苦笑混じりに振り返ったリーバーが、アレンのフォローを入れてくる。
科学班だけでなくエクソシスト達の間でも、気の良い兄のような立場であるリーバーであれば、自然な気遣いだろう。



「すみません…そうですよね、もう2時過ぎだし…」

「そういや今日の分の薬はもう飲んだのか?」

「え?」

「婦長に出されてる薬。毎日服用しなきゃいけないんだろ」



そしてその気遣いは、部下である南に対しても勿論のこと。



「誰から聞いたんですか…」

「見てりゃわかる。ラビが何度も気にかけてたしな」

「そういやそうさ、南。日付変わってんだし、薬飲んでおけよ?ほい水」

「って準備良過ぎない?」



まるで息の合ったフォロー。
リーバーに続くラビが両手を上げて差し出してきたのは、いつの間に用意したのか。
ミネラルウォーターの入ったペットボトルだった。

退院して数週間は経ったが、未だに薬は服用するよう婦長に義務付けられている身。
そこで断る理由もなく、南は大人しくペットボトルを受け取ることにした。
口煩く言われ続ける前に、さっさと飲んでしまおう。



「ありが───…あれ?」

「どしたん?」

「薬のケースが…」

「持ってないんさ?」

「そんなはず…ちゃんと持ち歩いてたのに…っ」



しかし常備していた、婦長に貰った薬のケースが体のどこにも見当たらない。
ポケットというポケットをひっくり返しながら慌てて探す南に、リーバーが落ち着いた面持ちで辺りに目を向ける。

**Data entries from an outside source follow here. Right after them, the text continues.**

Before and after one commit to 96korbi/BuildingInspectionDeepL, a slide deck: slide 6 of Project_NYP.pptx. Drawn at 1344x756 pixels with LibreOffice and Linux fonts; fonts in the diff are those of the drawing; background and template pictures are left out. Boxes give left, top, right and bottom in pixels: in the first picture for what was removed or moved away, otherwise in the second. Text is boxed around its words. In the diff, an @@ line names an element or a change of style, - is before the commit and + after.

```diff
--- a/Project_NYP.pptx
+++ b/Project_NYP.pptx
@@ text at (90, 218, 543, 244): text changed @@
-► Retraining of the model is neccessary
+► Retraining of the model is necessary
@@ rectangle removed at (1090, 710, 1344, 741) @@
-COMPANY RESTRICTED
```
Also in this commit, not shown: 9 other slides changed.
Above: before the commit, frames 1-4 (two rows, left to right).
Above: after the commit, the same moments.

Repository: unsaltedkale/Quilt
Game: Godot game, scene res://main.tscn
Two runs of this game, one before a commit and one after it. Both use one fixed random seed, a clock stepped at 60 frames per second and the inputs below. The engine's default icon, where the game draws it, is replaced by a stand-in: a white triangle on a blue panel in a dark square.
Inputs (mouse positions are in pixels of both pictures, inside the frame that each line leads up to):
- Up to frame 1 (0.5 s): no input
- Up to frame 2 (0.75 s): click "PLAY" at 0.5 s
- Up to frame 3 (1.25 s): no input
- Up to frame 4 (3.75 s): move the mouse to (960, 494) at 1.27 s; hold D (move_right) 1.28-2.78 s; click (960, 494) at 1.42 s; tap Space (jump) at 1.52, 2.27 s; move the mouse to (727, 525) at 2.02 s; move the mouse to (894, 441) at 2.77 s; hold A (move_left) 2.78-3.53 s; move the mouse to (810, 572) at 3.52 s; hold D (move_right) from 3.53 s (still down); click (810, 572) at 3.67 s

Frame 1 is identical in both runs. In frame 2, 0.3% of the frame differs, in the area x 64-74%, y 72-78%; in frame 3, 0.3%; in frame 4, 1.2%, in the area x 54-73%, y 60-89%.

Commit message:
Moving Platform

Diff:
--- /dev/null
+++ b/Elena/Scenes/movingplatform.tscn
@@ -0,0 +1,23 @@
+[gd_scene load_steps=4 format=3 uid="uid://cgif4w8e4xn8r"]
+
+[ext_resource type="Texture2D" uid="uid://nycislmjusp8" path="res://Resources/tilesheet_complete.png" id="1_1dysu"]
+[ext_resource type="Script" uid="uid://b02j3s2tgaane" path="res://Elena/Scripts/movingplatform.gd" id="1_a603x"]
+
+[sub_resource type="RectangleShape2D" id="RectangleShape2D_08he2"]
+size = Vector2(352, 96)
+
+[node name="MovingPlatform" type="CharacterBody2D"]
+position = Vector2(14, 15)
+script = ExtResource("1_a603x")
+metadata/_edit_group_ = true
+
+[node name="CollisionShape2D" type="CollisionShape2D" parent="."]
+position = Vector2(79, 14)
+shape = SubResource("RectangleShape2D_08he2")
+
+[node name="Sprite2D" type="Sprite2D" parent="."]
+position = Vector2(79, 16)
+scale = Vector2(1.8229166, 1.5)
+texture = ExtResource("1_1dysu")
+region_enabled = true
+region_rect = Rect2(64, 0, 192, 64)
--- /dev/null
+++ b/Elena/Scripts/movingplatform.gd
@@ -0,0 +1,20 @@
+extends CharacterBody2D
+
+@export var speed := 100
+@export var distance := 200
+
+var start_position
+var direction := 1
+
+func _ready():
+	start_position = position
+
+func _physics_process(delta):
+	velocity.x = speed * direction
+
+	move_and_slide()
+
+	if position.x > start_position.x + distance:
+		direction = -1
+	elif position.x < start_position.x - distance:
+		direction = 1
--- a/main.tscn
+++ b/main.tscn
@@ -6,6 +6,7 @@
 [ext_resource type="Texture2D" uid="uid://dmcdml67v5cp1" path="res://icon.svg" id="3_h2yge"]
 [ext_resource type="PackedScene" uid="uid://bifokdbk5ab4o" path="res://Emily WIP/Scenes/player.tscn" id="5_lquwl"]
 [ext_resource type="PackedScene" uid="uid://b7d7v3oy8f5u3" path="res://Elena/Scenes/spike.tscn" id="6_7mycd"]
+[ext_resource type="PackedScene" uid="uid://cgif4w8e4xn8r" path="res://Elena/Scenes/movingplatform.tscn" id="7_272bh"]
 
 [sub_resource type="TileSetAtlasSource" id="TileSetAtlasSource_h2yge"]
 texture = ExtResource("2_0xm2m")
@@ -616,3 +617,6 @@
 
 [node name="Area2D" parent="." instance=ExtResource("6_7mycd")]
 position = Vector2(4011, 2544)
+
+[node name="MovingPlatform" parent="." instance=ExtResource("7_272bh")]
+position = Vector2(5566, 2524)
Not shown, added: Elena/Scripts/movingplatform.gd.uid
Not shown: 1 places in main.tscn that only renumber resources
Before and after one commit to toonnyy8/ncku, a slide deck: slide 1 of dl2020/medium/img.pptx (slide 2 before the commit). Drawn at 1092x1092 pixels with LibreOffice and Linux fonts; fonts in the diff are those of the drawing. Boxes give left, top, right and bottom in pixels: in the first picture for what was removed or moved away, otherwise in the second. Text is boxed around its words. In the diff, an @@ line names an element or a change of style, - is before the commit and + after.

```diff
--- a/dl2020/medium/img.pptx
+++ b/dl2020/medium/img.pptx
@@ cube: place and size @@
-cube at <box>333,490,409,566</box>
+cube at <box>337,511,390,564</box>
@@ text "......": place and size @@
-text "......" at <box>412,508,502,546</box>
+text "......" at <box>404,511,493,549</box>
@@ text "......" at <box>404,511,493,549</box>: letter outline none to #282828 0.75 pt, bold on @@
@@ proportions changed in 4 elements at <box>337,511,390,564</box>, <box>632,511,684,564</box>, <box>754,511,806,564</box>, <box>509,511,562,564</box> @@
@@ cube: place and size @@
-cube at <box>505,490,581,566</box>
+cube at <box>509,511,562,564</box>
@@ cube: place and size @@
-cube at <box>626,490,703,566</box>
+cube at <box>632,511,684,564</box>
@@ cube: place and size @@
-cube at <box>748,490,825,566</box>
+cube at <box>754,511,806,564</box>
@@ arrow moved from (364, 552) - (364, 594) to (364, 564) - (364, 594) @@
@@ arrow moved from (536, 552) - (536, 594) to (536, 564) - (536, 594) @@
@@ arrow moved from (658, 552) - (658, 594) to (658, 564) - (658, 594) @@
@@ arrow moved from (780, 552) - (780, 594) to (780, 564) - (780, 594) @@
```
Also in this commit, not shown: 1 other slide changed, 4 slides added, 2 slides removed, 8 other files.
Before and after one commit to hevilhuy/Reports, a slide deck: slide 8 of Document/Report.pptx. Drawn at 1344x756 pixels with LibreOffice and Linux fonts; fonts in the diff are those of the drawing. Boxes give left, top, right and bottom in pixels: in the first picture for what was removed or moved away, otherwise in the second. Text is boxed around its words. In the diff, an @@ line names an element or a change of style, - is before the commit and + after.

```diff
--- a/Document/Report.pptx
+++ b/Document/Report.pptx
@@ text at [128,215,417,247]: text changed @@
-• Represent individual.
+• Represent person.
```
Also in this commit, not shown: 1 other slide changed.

「ここ二日は、研究室に寝泊まり状態だったからな。デスクにでも置き忘れてるんじゃないか?」

「あ。そ、そうかも…っ」



言われた通りに、文献の山ができている自分のデスクの上を細かに探すが、しかし目的の物は見当たらなかった。
婦長に毎日の服用言い付けられている薬。
折角貰ったケースごと失くしてしまえば、彼女のお怒りを喰らうのは目に見えていた。
それだけは勘弁したい。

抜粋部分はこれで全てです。